You could copy the commands by clicking on the paper icon on the right-most side of a code block.
:::

As an example, the `mkdir` command is used for creating new directories. Let's check its usage by passing in the `--help` flag:

In [2]:
mkdir --help

Usage: mkdir [OPTION]... DIRECTORY...
Create the DIRECTORY(ies), if they do not already exist.

Mandatory arguments to long options are mandatory for short options too.
  -m, --mode=MODE   set file mode (as in chmod), not a=rwx - umask
  -p, --parents     no error if existing, make parent directories as needed
  -v, --verbose     print a message for each created directory
  -Z                   set SELinux security context of each created directory
                         to the default type
      --context[=CTX]  like -Z, or if CTX is specified then set the SELinux
                         or SMACK security context to CTX
      --help     display this help and exit
      --version  output version information and exit

GNU coreutils online help: <https://www.gnu.org/software/coreutils/>
Full documentation <https://www.gnu.org/software/coreutils/mkdir>
or available locally via: info '(coreutils) mkdir invocation'


The first line tells us how we could run the `mkdir` command. It expects _DIRECTORY_ which is a **positional** argument, meaning the program always expects the last entered value to be the path at which the folder will be created.

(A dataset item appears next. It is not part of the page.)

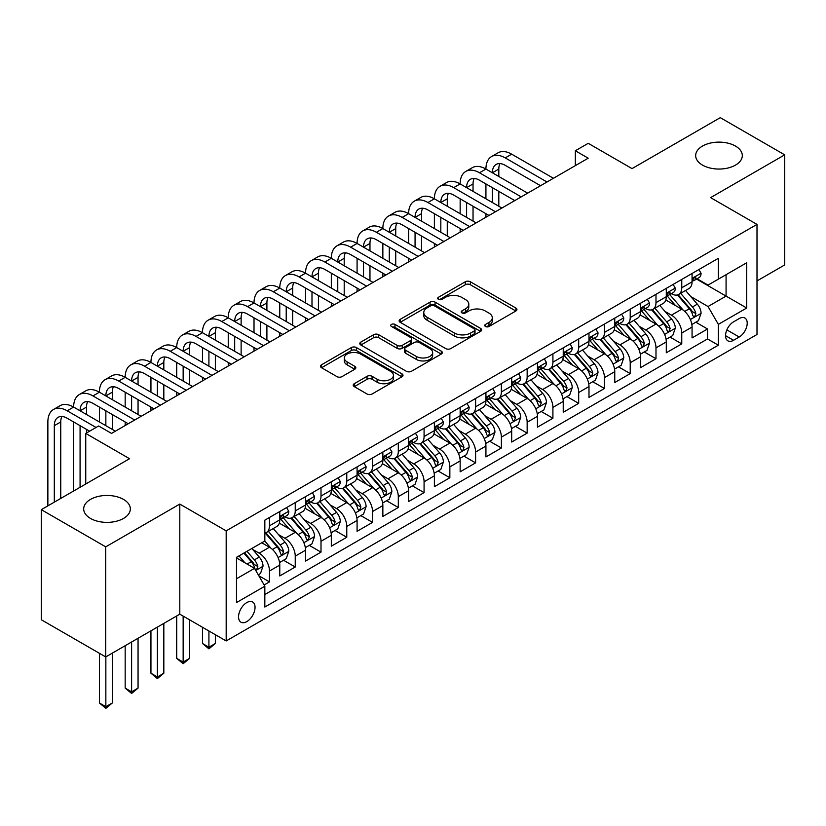 <?xml version="1.0" encoding="UTF-8"?>
<svg xmlns="http://www.w3.org/2000/svg" width="826" height="826" viewBox="0 0 826 826"><rect width="100%" height="100%" fill="white"/><g stroke="black" fill="none" stroke-linecap="round" stroke-linejoin="round"><path stroke-width="1.24" d="M485.481 326.497A2.509 1.445 0 0 0 489.023 326.497L515.899 310.979A3.572 2.065 0 0 0 516.942 309.523A3.572 2.065 0 0 0 515.899 308.057L470.366 281.769A3.572 2.065 0 0 0 465.306 281.769L438.43 297.288A2.509 1.445 0 0 0 437.697 298.31A2.509 1.445 0 0 0 438.43 299.332A2.509 1.445 0 0 0 441.972 299.332L445.451 297.329A11.45 6.608 0 0 1 461.641 297.329L465.43 299.518A11.45 6.608 0 0 1 468.786 304.185A11.45 6.608 0 0 1 465.43 308.862L461.961 310.865A2.509 1.445 0 0 0 461.228 311.887A2.509 1.445 0 0 0 461.961 312.909A2.509 1.445 0 0 0 465.503 312.909L468.972 310.906A11.45 6.608 0 0 1 485.161 310.906L488.961 313.095A11.45 6.608 0 0 1 492.306 317.773A11.45 6.608 0 0 1 488.961 322.439L485.481 324.453A2.509 1.445 0 0 0 484.748 325.475A2.509 1.445 0 0 0 485.481 326.497L485.481 324.453M123.497 499.4A23.324 13.464 0 0 0 98.087 496.478A23.324 13.464 0 0 0 83.684 508.919A23.324 13.464 0 0 0 90.519 518.439A23.324 13.464 0 0 0 115.929 521.361A23.324 13.464 0 0 0 130.332 508.919A23.324 13.464 0 0 0 123.497 499.4M735.481 146.068A23.324 13.464 0 0 0 710.071 143.146A23.324 13.464 0 0 0 695.668 155.587A23.324 13.464 0 0 0 702.503 165.107A23.324 13.464 0 0 0 727.913 168.029A23.324 13.464 0 0 0 742.316 155.587A23.324 13.464 0 0 0 735.481 146.068M246.798 621.606A11.657 6.732 120 0 0 254.418 611.333A11.657 6.732 120 0 0 252.632 601.989A11.657 6.732 120 0 0 246.798 602.567A11.657 6.732 120 0 0 239.179 612.84A11.657 6.732 120 0 0 240.965 622.184A11.657 6.732 120 0 0 246.798 621.606M354.271 383.698A3.572 2.065 0 0 0 353.229 385.164A3.572 2.065 0 0 0 354.271 386.62L367.043 393.992A3.572 2.065 0 0 0 372.103 393.992L401.952 376.77A3.572 2.065 0 0 0 402.995 375.303A3.572 2.065 0 0 0 401.952 373.848L356.419 347.56A3.572 2.065 0 0 0 351.36 347.56L321.52 364.793A3.572 2.065 0 0 0 320.467 366.248A3.572 2.065 0 0 0 321.52 367.715L336.946 376.615A3.572 2.065 0 0 0 342.005 376.615L354.777 369.243A3.572 2.065 0 0 0 355.83 367.787A3.572 2.065 0 0 0 354.777 366.321L347.126 361.902A9.571 5.524 0 0 1 344.328 357.999A9.571 5.524 0 0 1 350.234 352.898A9.571 5.524 0 0 1 360.663 354.096L390.636 371.401A9.571 5.524 0 0 1 393.434 375.303A9.571 5.524 0 0 1 387.528 380.404A9.571 5.524 0 0 1 377.1 379.206L372.103 376.326A3.572 2.065 0 0 0 367.043 376.326L354.271 383.698L354.271 386.62M756.998 280.933L784.7 264.94L784.7 154.844L720.282 117.653L632.024 168.607L588.226 143.321L575.34 150.755L588.226 158.189L111.52 433.413L98.635 425.979L85.749 433.413L85.749 483.995M105.718 546.853L105.718 656.938L179.8 614.172L179.8 504.077L105.718 546.853L41.3 509.663L129.558 458.709L85.749 433.413M179.8 504.077L226.179 530.86L756.998 224.393L756.998 334.489L226.179 640.955L226.179 530.86M784.7 154.844L710.618 197.62L756.998 224.393M445.71 348.582A3.572 2.065 0 0 0 450.769 348.582L480.608 331.35A3.572 2.065 0 0 0 481.661 329.894A3.572 2.065 0 0 0 480.608 328.428L435.085 302.14A3.572 2.065 0 0 0 430.026 302.14L400.176 319.373A3.572 2.065 0 0 0 399.134 320.839A3.572 2.065 0 0 0 400.176 322.295L445.71 348.582M392.453 327.034A2.509 1.445 0 0 1 394.993 327.385L394.993 324.411L441.28 351.133A3.572 2.065 0 0 1 442.333 352.599A3.572 2.065 0 0 1 441.28 354.055L411.431 371.287A3.572 2.065 0 0 1 406.382 371.287L360.848 345L360.848 342.088A3.572 2.065 0 0 0 359.806 343.544A3.572 2.065 0 0 0 360.848 345M360.848 342.088L373.62 334.706A3.572 2.065 0 0 1 378.68 334.706L397.141 345.371A3.572 2.065 0 0 0 402.2 345.371L410.677 340.477A3.572 2.065 0 0 0 411.72 339.021A3.572 2.065 0 0 0 410.677 337.555L391.452 326.456A2.509 1.445 0 0 1 390.719 325.434A2.509 1.445 0 0 1 392.267 324.102A2.509 1.445 0 0 1 394.993 324.411M105.718 656.938L41.3 619.748L41.3 509.663M264.124 584.973L269.472 581.886L258.775 575.712M252.694 549.445L259.168 553.172A14.579 8.415 60 0 1 269.472 571.024L279.777 565.077L279.777 575.939L295.243 567.008L283.514 560.245M278.465 534.567L284.939 538.304A14.579 8.415 60 0 1 295.243 556.156L305.548 550.199L305.548 561.06L321.004 552.14L309.285 545.367M304.236 519.688L310.7 523.426A14.579 8.415 60 0 1 321.004 541.278L331.319 535.32L331.319 546.182L346.775 537.261L335.057 530.488M329.997 504.81L336.471 508.548A14.579 8.415 60 0 1 346.775 526.399L357.08 520.452L357.08 531.304L372.547 522.383L360.817 515.61M355.769 489.932L362.242 493.669A14.579 8.415 60 0 1 372.547 511.521L382.851 505.574L382.851 516.426L398.308 507.505L386.589 500.732M381.54 475.053L388.003 478.791A14.579 8.415 60 0 1 398.308 496.643L408.622 490.696L408.622 501.558L424.079 492.626L412.36 485.864M407.301 460.175L413.774 463.913A14.579 8.415 60 0 1 424.079 481.764L434.383 475.817L434.383 486.679L449.85 477.748L438.121 470.985M433.072 445.307L439.546 449.034A14.579 8.415 60 0 1 449.85 466.886L460.154 460.939L460.154 471.801L475.611 462.87L463.892 456.107M458.843 430.429L465.306 434.166A14.579 8.415 60 0 1 475.611 452.018L485.925 446.061L485.925 456.923L501.382 448.002L489.663 441.229M484.604 415.55L491.078 419.288A14.579 8.415 60 0 1 501.382 437.14L511.686 431.182L511.686 442.044L527.153 433.123L515.424 426.35M510.375 400.672L516.849 404.41A14.579 8.415 60 0 1 527.153 422.262L537.458 416.304L537.458 427.166L552.914 418.245L541.195 411.472M536.146 385.794L542.61 389.531A14.579 8.415 60 0 1 552.914 407.383L563.229 401.436L563.229 412.288L578.685 403.367L566.966 396.594M561.907 370.915L568.381 374.653A14.579 8.415 60 0 1 578.685 392.505L588.99 386.558L588.99 397.42L604.456 388.488L592.727 381.726M587.678 356.037L594.152 359.775A14.579 8.415 60 0 1 604.456 377.627L614.761 371.679L614.761 382.541L630.217 373.61L618.498 366.847M613.45 341.169L619.913 344.896A14.579 8.415 60 0 1 630.217 362.748L640.532 356.801L640.532 367.663L655.989 358.732L644.27 351.969M639.21 326.291L645.684 330.018A14.579 8.415 60 0 1 655.989 347.88L666.293 341.923L666.293 352.785L681.76 343.864L681.76 333.002A14.579 8.415 -120 0 0 671.455 315.15L664.982 311.412M670.031 337.091L681.76 343.864M279.777 565.077A14.579 8.415 -120 0 0 269.472 547.225L261.739 542.765M305.548 550.199A14.579 8.415 -120 0 0 295.243 532.347L279.302 523.147M331.319 535.32A14.579 8.415 -120 0 0 321.004 517.468L305.073 508.269M357.08 520.452A14.579 8.415 -120 0 0 346.775 502.59L330.844 493.39M382.851 505.574A14.579 8.415 -120 0 0 372.547 487.722L356.605 478.522M408.622 490.696A14.579 8.415 -120 0 0 398.308 472.844L382.376 463.644M434.383 475.817A14.579 8.415 -120 0 0 424.079 457.965L408.147 448.766M460.154 460.939A14.579 8.415 -120 0 0 449.85 443.087L433.908 433.887M485.925 446.061A14.579 8.415 -120 0 0 475.611 428.209L459.679 419.009M511.686 431.182A14.579 8.415 -120 0 0 501.382 413.33L485.451 404.131M537.458 416.304A14.579 8.415 -120 0 0 527.153 398.452L511.211 389.252M563.229 401.436A14.579 8.415 -120 0 0 552.914 383.584L536.983 374.385M588.99 386.558A14.579 8.415 -120 0 0 578.685 368.706L562.754 359.506M614.761 371.679A14.579 8.415 -120 0 0 604.456 353.827L588.515 344.628M640.532 356.801A14.579 8.415 -120 0 0 630.217 338.949L614.286 329.75M666.293 341.923A14.579 8.415 -120 0 0 655.989 324.071L640.057 314.871M739.218 318.568L733.55 321.841A11.296 6.525 120 0 0 726.168 331.794A11.296 6.525 120 0 0 727.902 340.849A11.296 6.525 120 0 0 733.55 340.291L739.218 337.018A11.296 6.525 120 0 0 746.601 327.065A11.296 6.525 120 0 0 744.866 318.01A11.296 6.525 120 0 0 739.218 318.568M236.494 578.768L254.532 568.35L264.836 586.202L264.836 607.027L718.352 345.196L718.352 324.37L708.037 306.518L690.753 296.534M264.836 586.202L236.494 602.567L236.494 557.343L264.836 540.978L264.836 520.153L718.352 258.311L718.352 279.147L746.694 262.782L746.694 308.005L718.352 324.37M284.794 516.797L284.939 516.88A14.579 8.415 60 0 0 292.218 517.603L302.533 511.645A14.579 8.415 -120 0 0 305.548 504.975L305.548 496.643M310.566 501.919L310.7 502.001A14.579 8.415 60 0 0 317.989 502.724L328.294 496.767A14.579 8.415 -120 0 0 331.319 490.097L331.319 481.764M336.337 487.041L336.471 487.123A14.579 8.415 60 0 0 343.761 487.846L354.065 481.899A14.579 8.415 -120 0 0 357.08 475.218L357.08 466.886M362.098 472.173L362.242 472.245A14.579 8.415 60 0 0 369.521 472.968L379.836 467.02A14.579 8.415 -120 0 0 382.851 460.34L382.851 452.008M387.869 457.294L388.003 457.367A14.579 8.415 60 0 0 395.293 458.089L405.597 452.142A14.579 8.415 -120 0 0 408.622 445.472L408.622 437.14M413.64 442.416L413.774 442.488A14.579 8.415 60 0 0 421.064 443.211L431.368 437.264A14.579 8.415 -120 0 0 434.383 430.594L434.383 422.262M439.401 427.538L439.546 427.61A14.579 8.415 60 0 0 446.825 428.333L457.139 422.385A14.579 8.415 -120 0 0 460.154 415.715L460.154 407.383M465.172 412.659L465.306 412.742A14.579 8.415 60 0 0 472.596 413.465L482.9 407.507A14.579 8.415 -120 0 0 485.925 400.837L485.925 392.505M490.943 397.781L491.078 397.864A14.579 8.415 60 0 0 498.367 398.586L508.671 392.629A14.579 8.415 -120 0 0 511.686 385.959L511.686 377.627M516.704 382.903L516.849 382.985A14.579 8.415 60 0 0 524.128 383.708L534.443 377.75A14.579 8.415 -120 0 0 537.458 371.08L537.458 362.748M542.476 368.035L542.61 368.107A14.579 8.415 60 0 0 549.899 368.83L560.204 362.882A14.579 8.415 -120 0 0 563.229 356.202L563.229 347.87M568.247 353.156L568.381 353.229A14.579 8.415 60 0 0 575.67 353.951L585.975 348.004A14.579 8.415 -120 0 0 588.99 341.324L588.99 333.002M594.008 338.278L594.152 338.35A14.579 8.415 60 0 0 601.431 339.073L611.746 333.126A14.579 8.415 -120 0 0 614.761 326.456L614.761 318.124M619.779 323.4L619.913 323.472A14.579 8.415 60 0 0 627.202 324.195L637.507 318.247A14.579 8.415 -120 0 0 640.532 311.578L640.532 303.245M645.55 308.521L645.684 308.604A14.579 8.415 60 0 0 652.974 309.327L663.278 303.369A14.579 8.415 -120 0 0 666.293 296.699L666.293 288.367M264.836 594.534L707.521 338.949L707.521 328.985L692.064 337.906L692.064 327.044A14.579 8.415 -120 0 0 681.76 309.192L665.818 299.993M671.311 293.643L671.455 293.726A14.579 8.415 -120 0 0 678.735 294.448A14.579 8.415 -120 0 0 681.76 287.768L681.76 279.436M678.735 294.448L689.049 288.491A14.579 8.415 -120 0 0 692.064 281.821L692.064 273.489M269.472 517.468L269.472 525.801A14.579 8.415 60 0 1 266.457 532.471A14.579 8.415 60 0 1 264.836 533.069M266.457 532.471L276.762 526.523A14.579 8.415 -120 0 0 279.777 519.853L279.777 511.521M295.243 502.59L295.243 510.922A14.579 8.415 60 0 1 292.218 517.603M321.004 487.722L321.004 496.044A14.579 8.415 60 0 1 317.989 502.724M346.775 472.844L346.775 481.176A14.579 8.415 60 0 1 343.761 487.846M372.547 457.965L372.547 466.298A14.579 8.415 60 0 1 369.521 472.968M398.308 443.087L398.308 451.419A14.579 8.415 60 0 1 395.293 458.089M424.079 428.209L424.079 436.541A14.579 8.415 60 0 1 421.064 443.211M449.85 413.33L449.85 421.663A14.579 8.415 60 0 1 446.825 428.333M475.611 398.452L475.611 406.784A14.579 8.415 60 0 1 472.596 413.465M501.382 383.584L501.382 391.906A14.579 8.415 60 0 1 498.367 398.586M527.153 368.706L527.153 377.038A14.579 8.415 60 0 1 524.128 383.708M552.914 353.827L552.914 362.16A14.579 8.415 60 0 1 549.899 368.83M578.685 338.949L578.685 347.281A14.579 8.415 60 0 1 575.67 353.951M604.456 324.071L604.456 332.403A14.579 8.415 60 0 1 601.431 339.073M630.217 309.192L630.217 317.525A14.579 8.415 60 0 1 627.202 324.195M655.989 294.314L655.989 302.646A14.579 8.415 60 0 1 652.974 309.327M655.989 347.88L655.989 358.732M630.217 362.748L630.217 373.61M604.456 377.627L604.456 388.488M578.685 392.505L578.685 403.367M552.914 407.383L552.914 418.245M527.153 422.262L527.153 433.123M501.382 437.14L501.382 448.002M475.611 452.018L475.611 462.87M449.85 466.886L449.85 477.748M424.079 481.764L424.079 492.626M398.308 496.643L398.308 507.505M372.547 511.521L372.547 522.383M346.775 526.399L346.775 537.261M321.004 541.278L321.004 552.14M295.243 556.156L295.243 567.008M269.472 571.024L269.472 581.886M254.532 568.35L236.494 557.932M708.037 306.518L726.075 296.1L726.075 274.676L746.694 262.782M696.566 279.064L746.694 308.005M697.082 278.765L708.037 285.094L718.352 279.147M179.8 614.172L226.179 640.955M575.34 150.755L575.34 165.634M695.802 322.212L707.521 328.985M707.521 338.949L718.352 345.196M486.483 326.848L488.961 325.413A11.45 6.608 0 0 0 492.306 320.746L492.306 317.773M468.786 304.185L468.786 307.169A11.45 6.608 0 0 1 465.43 311.836L462.963 313.271M515.847 311.01L470.366 284.753A3.572 2.065 0 0 0 465.306 284.753L439.432 299.683M480.567 331.381L435.085 305.124A3.572 2.065 0 0 0 430.026 305.124L400.228 322.326M474.289 330.916A2.509 1.445 0 0 0 475.022 329.894A2.509 1.445 0 0 0 474.289 328.872L434.321 305.796A2.509 1.445 0 0 0 430.78 305.796L427.114 307.912A11.45 6.608 0 0 0 423.769 312.589A11.45 6.608 0 0 0 427.114 317.256L454.434 333.033A11.45 6.608 0 0 0 470.624 333.033L474.289 330.916L474.289 333.89A2.509 1.445 0 0 0 475.022 332.868L475.022 329.894M423.769 312.589L423.769 315.563A11.45 6.608 0 0 0 427.114 320.23L427.114 317.256M474.289 333.89L470.624 336.006A11.45 6.608 0 0 1 454.434 336.006L427.114 320.23M360.9 345.031L373.62 337.679L373.62 334.706M411.72 339.021L411.72 341.995A3.572 2.065 0 0 1 410.677 343.451L402.2 348.345A3.572 2.065 0 0 1 397.141 348.345L378.68 337.679A3.572 2.065 0 0 0 373.62 337.679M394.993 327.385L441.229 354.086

Note that _OPTION_ is enclosed in square brackets (`[]`). This tells the user that this part is optional. In the following lines, we get more information about the optional flags that we can use with the command:

- `-m` or `--mode` sets the file premissions for the directory (r = read, w = write, x = execute)
- `-p` or `--parents` automatically creates parent directories for the provided path
- `-v` or `--verbose` prints a message for each created directory 

Let's create a directory for storing sequencing reads. 

This will be located at our home directory with the path `~/data/reads`. Since we will be created a nested folder, we need to pass in the `-p` flag to automatically create the `data` directory, along with the nested `reads` directory:

In [3]:
mkdir -p --verbose ~/data/reads

mkdir: created directory '/home/dagsdags/data'
mkdir: created directory '/home/dagsdags/data/reads'


Notice that we can mix short-hand and long-hand options in a single command. From the output, we can see that two directories were generated as expected.

## File Navigation

In most modern computers, a GUI is provided to allow users to navigate between files and directories. However, the shell only supports text input, hence commands are used for moving in and out of directories.

A **file path** is a string that represents the location of a particular file or directory within your system. On a high level, the directory structure for _most_ linux systems follows @file-tree.

:::{figure} ../../images/linux-file-tree.png
:label: file-tree
:align: center

The Linux file tree.
:::

The **root path** is the top-most directory that store all other files within your system. It is usually denoted with a forward slash (`/`) and its serves as the starting point for **absolute paths**. As an example, we could write the absolute path to mary's data directory as `/home/mary/data`.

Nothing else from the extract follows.